**Your assignment**
Write the entries out exactly, with the final line being the one containing "Game: Godot game, scene".
▶
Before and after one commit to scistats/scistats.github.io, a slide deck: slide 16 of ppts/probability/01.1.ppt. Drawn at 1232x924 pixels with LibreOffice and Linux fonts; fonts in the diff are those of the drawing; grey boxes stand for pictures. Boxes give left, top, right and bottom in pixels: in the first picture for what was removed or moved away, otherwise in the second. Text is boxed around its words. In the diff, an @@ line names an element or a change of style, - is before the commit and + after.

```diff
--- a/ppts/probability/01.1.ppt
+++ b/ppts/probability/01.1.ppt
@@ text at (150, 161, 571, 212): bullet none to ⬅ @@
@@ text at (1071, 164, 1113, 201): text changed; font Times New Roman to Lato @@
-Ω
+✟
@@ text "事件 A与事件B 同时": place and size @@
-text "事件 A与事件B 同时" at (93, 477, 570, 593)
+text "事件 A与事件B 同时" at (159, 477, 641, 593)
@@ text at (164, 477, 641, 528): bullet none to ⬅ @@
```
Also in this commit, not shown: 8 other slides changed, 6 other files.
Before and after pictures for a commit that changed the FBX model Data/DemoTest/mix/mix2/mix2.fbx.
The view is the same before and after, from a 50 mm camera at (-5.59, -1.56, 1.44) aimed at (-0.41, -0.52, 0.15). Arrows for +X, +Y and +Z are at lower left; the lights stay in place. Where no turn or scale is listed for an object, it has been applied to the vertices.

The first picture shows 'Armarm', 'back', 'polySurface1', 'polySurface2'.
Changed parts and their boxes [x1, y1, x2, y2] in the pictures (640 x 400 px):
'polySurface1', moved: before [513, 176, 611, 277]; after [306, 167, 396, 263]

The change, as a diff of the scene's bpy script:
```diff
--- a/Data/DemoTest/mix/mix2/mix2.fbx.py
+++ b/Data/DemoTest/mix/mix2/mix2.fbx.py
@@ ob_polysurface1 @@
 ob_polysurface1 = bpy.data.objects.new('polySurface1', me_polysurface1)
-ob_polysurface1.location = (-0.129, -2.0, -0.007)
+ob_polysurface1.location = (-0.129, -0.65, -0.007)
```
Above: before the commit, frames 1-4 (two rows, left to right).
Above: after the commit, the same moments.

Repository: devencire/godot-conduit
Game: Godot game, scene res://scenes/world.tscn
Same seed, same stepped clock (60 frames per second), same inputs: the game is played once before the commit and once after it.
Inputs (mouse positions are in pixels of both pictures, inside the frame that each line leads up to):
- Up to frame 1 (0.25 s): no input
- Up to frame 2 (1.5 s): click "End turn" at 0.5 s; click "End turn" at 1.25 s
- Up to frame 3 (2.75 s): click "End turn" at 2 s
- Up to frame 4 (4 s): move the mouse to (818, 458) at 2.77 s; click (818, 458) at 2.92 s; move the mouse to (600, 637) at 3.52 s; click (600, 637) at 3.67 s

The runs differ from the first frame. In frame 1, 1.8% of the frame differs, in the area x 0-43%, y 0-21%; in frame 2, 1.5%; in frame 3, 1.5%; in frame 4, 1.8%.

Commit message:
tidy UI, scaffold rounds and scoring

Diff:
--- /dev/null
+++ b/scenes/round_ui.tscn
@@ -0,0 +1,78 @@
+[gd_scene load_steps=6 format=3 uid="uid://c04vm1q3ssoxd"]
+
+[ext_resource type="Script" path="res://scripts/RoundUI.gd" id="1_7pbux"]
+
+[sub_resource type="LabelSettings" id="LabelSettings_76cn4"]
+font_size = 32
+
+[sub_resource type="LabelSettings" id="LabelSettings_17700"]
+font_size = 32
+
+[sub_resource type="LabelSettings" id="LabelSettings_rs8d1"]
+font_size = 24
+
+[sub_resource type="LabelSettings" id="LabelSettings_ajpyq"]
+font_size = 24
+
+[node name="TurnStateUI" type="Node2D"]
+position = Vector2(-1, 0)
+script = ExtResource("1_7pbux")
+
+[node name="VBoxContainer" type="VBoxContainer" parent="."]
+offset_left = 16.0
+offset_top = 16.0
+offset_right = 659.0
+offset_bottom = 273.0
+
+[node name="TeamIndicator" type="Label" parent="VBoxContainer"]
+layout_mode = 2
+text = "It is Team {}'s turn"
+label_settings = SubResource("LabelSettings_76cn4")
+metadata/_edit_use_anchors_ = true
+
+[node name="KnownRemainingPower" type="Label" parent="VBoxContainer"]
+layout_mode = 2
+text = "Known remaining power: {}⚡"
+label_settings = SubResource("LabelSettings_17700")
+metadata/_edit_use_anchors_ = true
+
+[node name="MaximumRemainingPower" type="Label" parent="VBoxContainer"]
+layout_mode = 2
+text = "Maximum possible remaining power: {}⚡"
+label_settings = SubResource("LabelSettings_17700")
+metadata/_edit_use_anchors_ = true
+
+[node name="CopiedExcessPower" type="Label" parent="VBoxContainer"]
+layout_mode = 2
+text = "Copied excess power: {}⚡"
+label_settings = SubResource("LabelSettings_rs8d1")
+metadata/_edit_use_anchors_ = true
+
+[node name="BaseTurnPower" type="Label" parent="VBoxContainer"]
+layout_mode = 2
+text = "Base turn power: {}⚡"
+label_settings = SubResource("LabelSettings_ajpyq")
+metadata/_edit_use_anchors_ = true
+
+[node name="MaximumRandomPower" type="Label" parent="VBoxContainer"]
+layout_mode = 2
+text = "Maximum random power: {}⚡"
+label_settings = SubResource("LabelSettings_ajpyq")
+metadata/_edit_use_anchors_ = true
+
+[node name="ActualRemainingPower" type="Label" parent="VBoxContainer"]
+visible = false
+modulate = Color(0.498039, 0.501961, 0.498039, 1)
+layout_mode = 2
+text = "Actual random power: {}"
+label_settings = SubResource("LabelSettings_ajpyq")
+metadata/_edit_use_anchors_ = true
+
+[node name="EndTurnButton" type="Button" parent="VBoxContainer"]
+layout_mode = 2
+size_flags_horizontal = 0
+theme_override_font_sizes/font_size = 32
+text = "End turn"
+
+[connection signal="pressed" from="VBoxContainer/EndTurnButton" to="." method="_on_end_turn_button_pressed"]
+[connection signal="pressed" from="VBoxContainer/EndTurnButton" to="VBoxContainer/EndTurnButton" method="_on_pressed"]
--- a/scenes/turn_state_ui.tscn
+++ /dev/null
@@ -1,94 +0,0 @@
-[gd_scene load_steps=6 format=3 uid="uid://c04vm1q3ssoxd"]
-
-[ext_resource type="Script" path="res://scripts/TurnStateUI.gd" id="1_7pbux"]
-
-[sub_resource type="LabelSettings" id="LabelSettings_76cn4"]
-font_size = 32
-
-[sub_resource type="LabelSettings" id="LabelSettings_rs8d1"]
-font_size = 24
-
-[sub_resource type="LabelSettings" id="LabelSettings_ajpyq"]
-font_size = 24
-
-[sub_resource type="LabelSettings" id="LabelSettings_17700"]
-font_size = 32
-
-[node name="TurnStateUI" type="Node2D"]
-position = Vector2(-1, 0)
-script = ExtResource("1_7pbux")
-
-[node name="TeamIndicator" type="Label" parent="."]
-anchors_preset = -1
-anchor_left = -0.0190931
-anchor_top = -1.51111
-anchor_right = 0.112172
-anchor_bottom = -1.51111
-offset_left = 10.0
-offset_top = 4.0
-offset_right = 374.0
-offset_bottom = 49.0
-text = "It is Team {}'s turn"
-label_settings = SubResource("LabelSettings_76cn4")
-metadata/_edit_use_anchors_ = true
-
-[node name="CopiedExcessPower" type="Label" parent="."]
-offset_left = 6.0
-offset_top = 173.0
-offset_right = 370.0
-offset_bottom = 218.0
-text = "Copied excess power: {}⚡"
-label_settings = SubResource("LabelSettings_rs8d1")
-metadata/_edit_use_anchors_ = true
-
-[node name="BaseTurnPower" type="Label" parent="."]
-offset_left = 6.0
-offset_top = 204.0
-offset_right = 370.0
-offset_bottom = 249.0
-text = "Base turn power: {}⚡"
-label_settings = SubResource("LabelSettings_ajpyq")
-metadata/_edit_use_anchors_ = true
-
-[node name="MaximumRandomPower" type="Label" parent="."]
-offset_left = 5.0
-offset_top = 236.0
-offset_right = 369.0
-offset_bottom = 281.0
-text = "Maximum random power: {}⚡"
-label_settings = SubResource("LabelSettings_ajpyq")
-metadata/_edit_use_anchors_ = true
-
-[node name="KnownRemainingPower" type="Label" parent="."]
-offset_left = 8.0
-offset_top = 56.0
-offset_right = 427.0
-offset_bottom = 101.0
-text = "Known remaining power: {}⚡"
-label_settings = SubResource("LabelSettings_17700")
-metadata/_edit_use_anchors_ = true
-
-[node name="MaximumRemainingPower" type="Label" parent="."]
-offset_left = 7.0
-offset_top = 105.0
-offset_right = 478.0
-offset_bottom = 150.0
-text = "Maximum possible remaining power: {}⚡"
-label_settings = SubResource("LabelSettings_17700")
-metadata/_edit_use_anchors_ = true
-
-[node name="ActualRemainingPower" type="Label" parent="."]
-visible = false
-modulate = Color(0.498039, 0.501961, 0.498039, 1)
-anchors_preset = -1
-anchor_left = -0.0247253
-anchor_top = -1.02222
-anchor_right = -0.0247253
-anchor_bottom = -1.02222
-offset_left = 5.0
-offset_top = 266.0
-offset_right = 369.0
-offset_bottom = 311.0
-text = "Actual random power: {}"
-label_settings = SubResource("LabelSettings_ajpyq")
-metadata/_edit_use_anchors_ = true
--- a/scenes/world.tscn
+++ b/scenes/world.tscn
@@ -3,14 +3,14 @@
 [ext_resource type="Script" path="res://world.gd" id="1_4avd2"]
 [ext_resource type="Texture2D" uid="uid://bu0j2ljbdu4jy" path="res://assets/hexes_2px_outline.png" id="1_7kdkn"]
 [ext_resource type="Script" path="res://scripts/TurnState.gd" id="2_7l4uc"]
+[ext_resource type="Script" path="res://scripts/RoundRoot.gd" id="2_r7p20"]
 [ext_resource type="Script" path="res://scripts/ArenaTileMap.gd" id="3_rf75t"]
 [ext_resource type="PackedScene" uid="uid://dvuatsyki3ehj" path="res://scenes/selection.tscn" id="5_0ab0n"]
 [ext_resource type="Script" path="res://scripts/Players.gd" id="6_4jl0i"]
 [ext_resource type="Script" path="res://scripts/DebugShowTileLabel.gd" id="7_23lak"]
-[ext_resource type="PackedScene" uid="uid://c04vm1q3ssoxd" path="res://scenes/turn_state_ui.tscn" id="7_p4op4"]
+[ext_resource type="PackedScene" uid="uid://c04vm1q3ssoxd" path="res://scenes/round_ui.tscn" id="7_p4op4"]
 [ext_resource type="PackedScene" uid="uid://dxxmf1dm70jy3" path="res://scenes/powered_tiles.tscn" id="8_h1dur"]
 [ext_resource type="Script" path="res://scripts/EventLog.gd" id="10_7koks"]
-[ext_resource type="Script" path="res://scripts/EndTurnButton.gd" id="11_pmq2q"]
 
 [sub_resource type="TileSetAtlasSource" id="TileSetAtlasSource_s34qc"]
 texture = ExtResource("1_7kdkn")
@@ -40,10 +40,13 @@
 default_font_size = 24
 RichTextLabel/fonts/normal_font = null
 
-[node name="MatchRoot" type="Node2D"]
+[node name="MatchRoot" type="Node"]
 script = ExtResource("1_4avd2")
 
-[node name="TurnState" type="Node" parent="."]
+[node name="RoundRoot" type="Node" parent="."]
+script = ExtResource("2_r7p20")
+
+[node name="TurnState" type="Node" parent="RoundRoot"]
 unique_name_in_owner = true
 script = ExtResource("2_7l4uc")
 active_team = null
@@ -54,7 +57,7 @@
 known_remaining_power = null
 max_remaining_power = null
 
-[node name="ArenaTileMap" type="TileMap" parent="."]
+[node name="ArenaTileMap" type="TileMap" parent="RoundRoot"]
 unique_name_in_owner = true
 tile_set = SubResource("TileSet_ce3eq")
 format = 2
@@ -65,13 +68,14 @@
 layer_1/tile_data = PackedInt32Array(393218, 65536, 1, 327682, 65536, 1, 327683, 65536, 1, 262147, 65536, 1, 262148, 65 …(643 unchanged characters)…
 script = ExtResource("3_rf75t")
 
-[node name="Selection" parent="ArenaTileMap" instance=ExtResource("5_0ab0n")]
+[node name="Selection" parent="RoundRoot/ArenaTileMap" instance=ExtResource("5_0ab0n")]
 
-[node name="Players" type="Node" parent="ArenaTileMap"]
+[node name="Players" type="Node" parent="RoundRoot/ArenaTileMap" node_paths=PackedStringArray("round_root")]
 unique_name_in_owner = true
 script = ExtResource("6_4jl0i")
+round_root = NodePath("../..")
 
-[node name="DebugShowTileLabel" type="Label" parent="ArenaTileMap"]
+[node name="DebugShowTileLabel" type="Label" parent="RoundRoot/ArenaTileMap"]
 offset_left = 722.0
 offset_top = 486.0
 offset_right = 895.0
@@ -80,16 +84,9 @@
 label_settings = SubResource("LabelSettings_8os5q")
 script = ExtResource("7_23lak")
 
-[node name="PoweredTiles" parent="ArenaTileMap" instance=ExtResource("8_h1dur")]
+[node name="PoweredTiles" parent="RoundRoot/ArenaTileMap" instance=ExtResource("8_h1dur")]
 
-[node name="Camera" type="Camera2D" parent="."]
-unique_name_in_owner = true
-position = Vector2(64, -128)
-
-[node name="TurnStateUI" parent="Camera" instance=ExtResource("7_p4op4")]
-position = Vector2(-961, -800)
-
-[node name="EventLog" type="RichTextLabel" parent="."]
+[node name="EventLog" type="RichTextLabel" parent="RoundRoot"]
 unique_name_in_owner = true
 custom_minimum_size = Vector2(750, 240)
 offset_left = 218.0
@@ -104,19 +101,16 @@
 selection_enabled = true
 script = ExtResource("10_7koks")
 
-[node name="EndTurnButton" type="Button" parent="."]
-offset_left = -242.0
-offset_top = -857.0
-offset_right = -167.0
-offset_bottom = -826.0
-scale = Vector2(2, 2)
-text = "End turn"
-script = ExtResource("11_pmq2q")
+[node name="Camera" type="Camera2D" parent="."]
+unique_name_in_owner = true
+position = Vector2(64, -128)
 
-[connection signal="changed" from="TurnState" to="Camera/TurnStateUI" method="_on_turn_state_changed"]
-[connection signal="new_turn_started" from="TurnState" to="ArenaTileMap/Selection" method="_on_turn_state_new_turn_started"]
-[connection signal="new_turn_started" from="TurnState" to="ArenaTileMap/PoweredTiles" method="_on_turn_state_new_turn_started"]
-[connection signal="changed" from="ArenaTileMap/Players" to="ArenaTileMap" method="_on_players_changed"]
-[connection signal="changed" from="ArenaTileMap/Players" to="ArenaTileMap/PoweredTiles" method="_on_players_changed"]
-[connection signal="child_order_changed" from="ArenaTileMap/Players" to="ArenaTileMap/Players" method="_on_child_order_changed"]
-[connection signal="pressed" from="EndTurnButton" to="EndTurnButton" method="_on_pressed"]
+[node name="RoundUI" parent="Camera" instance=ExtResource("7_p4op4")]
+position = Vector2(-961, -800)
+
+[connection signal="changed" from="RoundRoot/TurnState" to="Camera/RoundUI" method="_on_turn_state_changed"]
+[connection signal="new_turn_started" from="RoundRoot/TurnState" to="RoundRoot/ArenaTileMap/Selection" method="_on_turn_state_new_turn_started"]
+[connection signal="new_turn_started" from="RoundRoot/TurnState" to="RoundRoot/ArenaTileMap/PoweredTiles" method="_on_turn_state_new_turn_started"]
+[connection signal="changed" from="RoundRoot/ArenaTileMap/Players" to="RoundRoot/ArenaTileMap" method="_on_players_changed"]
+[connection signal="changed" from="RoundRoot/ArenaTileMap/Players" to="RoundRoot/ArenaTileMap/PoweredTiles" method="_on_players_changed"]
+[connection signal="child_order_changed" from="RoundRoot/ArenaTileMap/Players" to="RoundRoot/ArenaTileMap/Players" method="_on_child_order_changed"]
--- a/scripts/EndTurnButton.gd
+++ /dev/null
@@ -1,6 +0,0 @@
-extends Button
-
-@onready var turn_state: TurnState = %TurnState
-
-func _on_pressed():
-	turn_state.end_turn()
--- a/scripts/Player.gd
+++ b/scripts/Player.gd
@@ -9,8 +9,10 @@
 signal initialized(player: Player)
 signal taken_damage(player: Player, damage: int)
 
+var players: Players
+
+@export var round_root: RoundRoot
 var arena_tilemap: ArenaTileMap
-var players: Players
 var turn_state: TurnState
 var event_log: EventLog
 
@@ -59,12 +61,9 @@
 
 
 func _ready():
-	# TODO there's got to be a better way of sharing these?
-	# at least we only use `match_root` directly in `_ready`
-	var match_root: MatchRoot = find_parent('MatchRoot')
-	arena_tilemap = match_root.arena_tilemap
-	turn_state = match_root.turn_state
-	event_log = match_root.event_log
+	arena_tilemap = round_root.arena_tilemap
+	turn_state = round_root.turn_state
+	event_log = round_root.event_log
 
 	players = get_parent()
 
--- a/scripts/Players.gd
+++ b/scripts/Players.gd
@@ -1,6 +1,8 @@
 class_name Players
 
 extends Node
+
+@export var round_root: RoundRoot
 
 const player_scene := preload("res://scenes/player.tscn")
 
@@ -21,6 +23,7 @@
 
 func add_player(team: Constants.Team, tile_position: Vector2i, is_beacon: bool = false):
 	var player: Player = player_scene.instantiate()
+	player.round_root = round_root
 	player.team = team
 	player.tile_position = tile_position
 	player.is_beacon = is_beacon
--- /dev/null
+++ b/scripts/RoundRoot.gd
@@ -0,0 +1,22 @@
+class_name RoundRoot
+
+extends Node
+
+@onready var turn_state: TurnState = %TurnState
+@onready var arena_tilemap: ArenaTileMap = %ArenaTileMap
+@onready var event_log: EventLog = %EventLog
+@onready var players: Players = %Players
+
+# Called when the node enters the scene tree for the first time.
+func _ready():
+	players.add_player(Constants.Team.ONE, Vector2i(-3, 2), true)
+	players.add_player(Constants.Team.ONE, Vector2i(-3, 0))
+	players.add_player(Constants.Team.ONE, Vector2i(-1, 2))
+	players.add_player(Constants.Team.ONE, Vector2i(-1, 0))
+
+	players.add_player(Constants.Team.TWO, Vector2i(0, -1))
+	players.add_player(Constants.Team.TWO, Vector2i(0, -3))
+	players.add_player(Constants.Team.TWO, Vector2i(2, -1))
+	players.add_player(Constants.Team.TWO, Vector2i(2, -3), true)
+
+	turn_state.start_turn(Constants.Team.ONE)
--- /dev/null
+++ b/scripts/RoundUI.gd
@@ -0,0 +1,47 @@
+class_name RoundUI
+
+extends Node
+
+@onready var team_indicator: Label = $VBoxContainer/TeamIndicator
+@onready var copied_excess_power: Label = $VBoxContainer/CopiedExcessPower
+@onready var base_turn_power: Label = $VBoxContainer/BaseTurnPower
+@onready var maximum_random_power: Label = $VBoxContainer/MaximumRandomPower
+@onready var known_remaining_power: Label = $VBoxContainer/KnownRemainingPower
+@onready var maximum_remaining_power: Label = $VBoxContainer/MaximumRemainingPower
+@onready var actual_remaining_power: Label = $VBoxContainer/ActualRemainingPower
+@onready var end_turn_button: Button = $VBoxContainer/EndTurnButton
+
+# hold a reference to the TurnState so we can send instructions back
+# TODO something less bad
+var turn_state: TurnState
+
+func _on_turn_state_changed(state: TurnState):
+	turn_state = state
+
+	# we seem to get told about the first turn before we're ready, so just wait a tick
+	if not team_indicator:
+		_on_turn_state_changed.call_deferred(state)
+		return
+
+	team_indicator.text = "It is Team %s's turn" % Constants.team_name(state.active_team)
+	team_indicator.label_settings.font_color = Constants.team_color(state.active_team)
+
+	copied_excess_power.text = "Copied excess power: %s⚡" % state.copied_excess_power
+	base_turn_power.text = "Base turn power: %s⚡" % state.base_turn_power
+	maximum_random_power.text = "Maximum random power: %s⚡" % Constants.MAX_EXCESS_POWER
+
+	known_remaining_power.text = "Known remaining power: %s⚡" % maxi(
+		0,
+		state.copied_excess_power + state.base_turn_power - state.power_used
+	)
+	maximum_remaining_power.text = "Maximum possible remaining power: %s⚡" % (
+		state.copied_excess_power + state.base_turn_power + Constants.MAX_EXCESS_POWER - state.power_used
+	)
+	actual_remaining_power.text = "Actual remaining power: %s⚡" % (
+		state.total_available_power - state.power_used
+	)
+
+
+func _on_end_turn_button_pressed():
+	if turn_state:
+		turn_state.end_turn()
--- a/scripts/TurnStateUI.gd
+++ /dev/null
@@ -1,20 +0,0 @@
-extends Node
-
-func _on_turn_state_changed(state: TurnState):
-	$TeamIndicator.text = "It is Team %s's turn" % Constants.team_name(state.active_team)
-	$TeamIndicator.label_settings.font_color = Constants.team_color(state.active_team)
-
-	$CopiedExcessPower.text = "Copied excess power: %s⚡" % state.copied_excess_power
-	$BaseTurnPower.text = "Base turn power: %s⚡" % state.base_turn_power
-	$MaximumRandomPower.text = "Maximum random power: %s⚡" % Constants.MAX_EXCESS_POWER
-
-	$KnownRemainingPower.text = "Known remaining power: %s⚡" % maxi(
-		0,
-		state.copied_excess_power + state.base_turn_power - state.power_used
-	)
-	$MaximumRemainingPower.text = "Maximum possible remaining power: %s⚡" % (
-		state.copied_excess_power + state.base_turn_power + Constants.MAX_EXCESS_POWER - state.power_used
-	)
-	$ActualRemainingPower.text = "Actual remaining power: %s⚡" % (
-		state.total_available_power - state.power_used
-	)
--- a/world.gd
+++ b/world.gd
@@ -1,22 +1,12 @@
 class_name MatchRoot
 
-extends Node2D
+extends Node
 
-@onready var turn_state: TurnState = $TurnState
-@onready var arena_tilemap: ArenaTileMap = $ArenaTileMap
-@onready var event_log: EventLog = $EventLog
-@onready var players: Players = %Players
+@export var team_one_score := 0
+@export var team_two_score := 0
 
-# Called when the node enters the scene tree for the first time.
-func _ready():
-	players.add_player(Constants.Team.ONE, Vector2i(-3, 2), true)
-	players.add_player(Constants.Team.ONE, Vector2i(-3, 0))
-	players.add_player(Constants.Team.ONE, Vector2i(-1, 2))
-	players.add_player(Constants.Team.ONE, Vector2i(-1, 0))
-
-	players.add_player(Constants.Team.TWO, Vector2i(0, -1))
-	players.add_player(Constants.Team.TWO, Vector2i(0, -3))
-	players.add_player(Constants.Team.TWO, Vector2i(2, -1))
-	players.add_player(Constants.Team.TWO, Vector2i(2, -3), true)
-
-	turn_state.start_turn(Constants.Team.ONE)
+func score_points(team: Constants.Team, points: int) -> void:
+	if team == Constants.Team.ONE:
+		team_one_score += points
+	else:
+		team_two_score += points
◀
**Answer to this problem**
Before and after one commit to scistats/scistats.github.io, a slide deck: slide 16 of ppts/probability/01.1.ppt. Drawn at 1232x924 pixels with LibreOffice and Linux fonts; fonts in the diff are those of the drawing; grey boxes stand for pictures. Boxes give left, top, right and bottom in pixels: in the first picture for what was removed or moved away, otherwise in the second. Text is boxed around its words. In the diff, an @@ line names an element or a change of style, - is before the commit and + after.

```diff
--- a/ppts/probability/01.1.ppt
+++ b/ppts/probability/01.1.ppt
@@ text at (150, 161, 571, 212): bullet none to ⬅ @@
@@ text at (1071, 164, 1113, 201): text changed; font Times New Roman to Lato @@
-Ω
+✟
@@ text "事件 A与事件B 同时": place and size @@
-text "事件 A与事件B 同时" at (93, 477, 570, 593)
+text "事件 A与事件B 同时" at (159, 477, 641, 593)
@@ text at (164, 477, 641, 528): bullet none to ⬅ @@
```
Also in this commit, not shown: 8 other slides changed, 6 other files.
Before and after pictures for a commit that changed the FBX model Data/DemoTest/mix/mix2/mix2.fbx.
The view is the same before and after, from a 50 mm camera at (-5.59, -1.56, 1.44) aimed at (-0.41, -0.52, 0.15). Arrows for +X, +Y and +Z are at lower left; the lights stay in place. Where no turn or scale is listed for an object, it has been applied to the vertices.

The first picture shows 'Armarm', 'back', 'polySurface1', 'polySurface2'.
Changed parts and their boxes [x1, y1, x2, y2] in the pictures (640 x 400 px):
'polySurface1', moved: before [513, 176, 611, 277]; after [306, 167, 396, 263]

The change, as a diff of the scene's bpy script:
```diff
--- a/Data/DemoTest/mix/mix2/mix2.fbx.py
+++ b/Data/DemoTest/mix/mix2/mix2.fbx.py
@@ ob_polysurface1 @@
 ob_polysurface1 = bpy.data.objects.new('polySurface1', me_polysurface1)
-ob_polysurface1.location = (-0.129, -2.0, -0.007)
+ob_polysurface1.location = (-0.129, -0.65, -0.007)
```
Above: before the commit, frames 1-4 (two rows, left to right).
Above: after the commit, the same moments.

Repository: devencire/godot-conduit
Game: Godot game, scene res://scenes/world.tscn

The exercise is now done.